As always questions are answered so quickly in her ... what a fount of knowledge.

We will certainly consider the Canterbury Option.


----------



## monsi (Aug 21, 2006)

so is it true you cannot park on the parade,as we are goning down next monday to meet mandy & dave and every 1 else,ready for the crossing the day after to france


----------



## vicdicdoc (May 14, 2005)

We overnight parked on the far end of Marine Parade last January, there were a couple of other vans there & although a police car came by several times during the evening they never stopped & we had no problems . . subject to any further info we will be again overnighting prior to the ferry for the April France rally


----------



## StAubyns (Jun 4, 2006)

we visited the National Trust White Cliffs last year for the day..they close the gates at 18:00hrs. This was middle of July. We parked OK with the motorhome but it is only 5.6 Mtrs long. Would think that anything much longer would be a problem, unless there is other parking areas we didnt see

regards

Geoff


----------



## Invicta (Feb 9, 2006)

Hi Monsi,

As I said in my last posting, after checking with Dover District Council this afternoon, I confirm that you CAN park on the seafront at Dover at the Western Docks end by the clock tower !


----------



## neilandsue (Jul 13, 2006)

Hi,

There are specific areas designated for caravan/MH parking at the Western Dock end of Marine Parade.
We had no problems last year or in February this year, you need to check the meter for times when you need a parking ticket - from what I remember it's free from 6pm to 8am.

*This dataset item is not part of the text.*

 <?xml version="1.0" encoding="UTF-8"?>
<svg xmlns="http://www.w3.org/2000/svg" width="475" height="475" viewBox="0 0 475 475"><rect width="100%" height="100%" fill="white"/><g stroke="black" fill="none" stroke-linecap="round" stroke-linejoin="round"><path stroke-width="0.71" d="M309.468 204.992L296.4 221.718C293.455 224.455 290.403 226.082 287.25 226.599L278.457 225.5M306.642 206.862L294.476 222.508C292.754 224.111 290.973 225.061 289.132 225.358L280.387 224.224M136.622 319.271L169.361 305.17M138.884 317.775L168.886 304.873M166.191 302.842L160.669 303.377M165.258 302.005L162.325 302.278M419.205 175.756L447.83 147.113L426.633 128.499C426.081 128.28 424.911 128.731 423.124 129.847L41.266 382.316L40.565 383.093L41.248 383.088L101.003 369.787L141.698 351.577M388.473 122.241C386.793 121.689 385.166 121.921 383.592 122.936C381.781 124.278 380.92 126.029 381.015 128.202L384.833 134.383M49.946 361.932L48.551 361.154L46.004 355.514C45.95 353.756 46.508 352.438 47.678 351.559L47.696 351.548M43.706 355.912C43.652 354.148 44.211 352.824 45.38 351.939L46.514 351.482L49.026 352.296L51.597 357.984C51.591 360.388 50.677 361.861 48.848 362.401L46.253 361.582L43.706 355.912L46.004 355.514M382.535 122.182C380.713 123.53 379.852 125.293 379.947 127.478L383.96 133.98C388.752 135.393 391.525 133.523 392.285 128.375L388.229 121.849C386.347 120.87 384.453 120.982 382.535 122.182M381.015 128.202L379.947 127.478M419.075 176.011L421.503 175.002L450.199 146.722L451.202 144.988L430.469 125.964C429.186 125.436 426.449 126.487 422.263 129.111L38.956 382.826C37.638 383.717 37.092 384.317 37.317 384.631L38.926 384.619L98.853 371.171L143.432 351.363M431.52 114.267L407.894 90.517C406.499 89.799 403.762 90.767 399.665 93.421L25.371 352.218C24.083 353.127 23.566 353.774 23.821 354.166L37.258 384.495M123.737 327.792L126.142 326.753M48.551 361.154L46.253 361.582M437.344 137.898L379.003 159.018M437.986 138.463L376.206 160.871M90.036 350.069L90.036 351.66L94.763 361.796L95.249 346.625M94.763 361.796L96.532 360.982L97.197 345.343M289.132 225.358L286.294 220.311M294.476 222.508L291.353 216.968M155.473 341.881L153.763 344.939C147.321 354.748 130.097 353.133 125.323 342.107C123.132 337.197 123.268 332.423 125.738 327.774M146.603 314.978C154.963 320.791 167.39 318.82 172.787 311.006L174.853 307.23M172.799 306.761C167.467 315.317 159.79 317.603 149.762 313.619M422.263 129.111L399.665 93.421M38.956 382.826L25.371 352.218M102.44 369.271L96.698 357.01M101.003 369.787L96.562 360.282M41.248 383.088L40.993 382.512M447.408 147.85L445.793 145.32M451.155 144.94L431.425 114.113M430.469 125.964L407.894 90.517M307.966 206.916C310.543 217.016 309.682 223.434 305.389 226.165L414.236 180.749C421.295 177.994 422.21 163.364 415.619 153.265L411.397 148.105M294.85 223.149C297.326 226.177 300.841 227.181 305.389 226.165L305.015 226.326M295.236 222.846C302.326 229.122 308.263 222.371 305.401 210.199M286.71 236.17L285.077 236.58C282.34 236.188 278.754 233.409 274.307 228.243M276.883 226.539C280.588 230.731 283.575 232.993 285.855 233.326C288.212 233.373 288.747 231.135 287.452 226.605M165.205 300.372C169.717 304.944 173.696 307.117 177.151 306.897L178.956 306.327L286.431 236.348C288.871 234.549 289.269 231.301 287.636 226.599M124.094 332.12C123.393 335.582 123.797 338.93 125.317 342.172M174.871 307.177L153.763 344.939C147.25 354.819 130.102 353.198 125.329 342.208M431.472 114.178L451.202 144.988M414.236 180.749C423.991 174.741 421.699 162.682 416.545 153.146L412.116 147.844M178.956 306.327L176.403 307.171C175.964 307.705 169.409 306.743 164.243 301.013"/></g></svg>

We will be back checking for ourselves in May  

Neil


----------



## 96088 (Aug 22, 2005)

Neil

Any chance of you adding your photo to the Marine Parade entry on the campsite database >>>Here<<<

And you are correct about it being free overnight


----------



## 88781 (May 9, 2005)

Cracking photo!.. that's just where we park for the night. The gap in the buildings behind the motorhome, leads to a subway for an easy stroll into the Town itself, the Ferry terminal is out of camera shot at the far right hand side of the image approx half a mile away, there is a dual carriageway system in operation, so when leaving marine parade, you have to join the flow of traffic coming from the right and do a full circuit of the roundabout.

regards MnD


----------



## neilandsue (Jul 13, 2006)

Thanks M&D for the compliments!

The dramatic light was actually a storm brewing and nothing to do with with my photographic skills  

Pete......have uploaded photo to the campsite database!!

Neil


----------



## 92180 (May 1, 2005)

We usually park about the Best West hotel end of Marine Parade and will be tomorrow evening. If anyone else is there we might see you.

If not will see some in France on the rally.


----------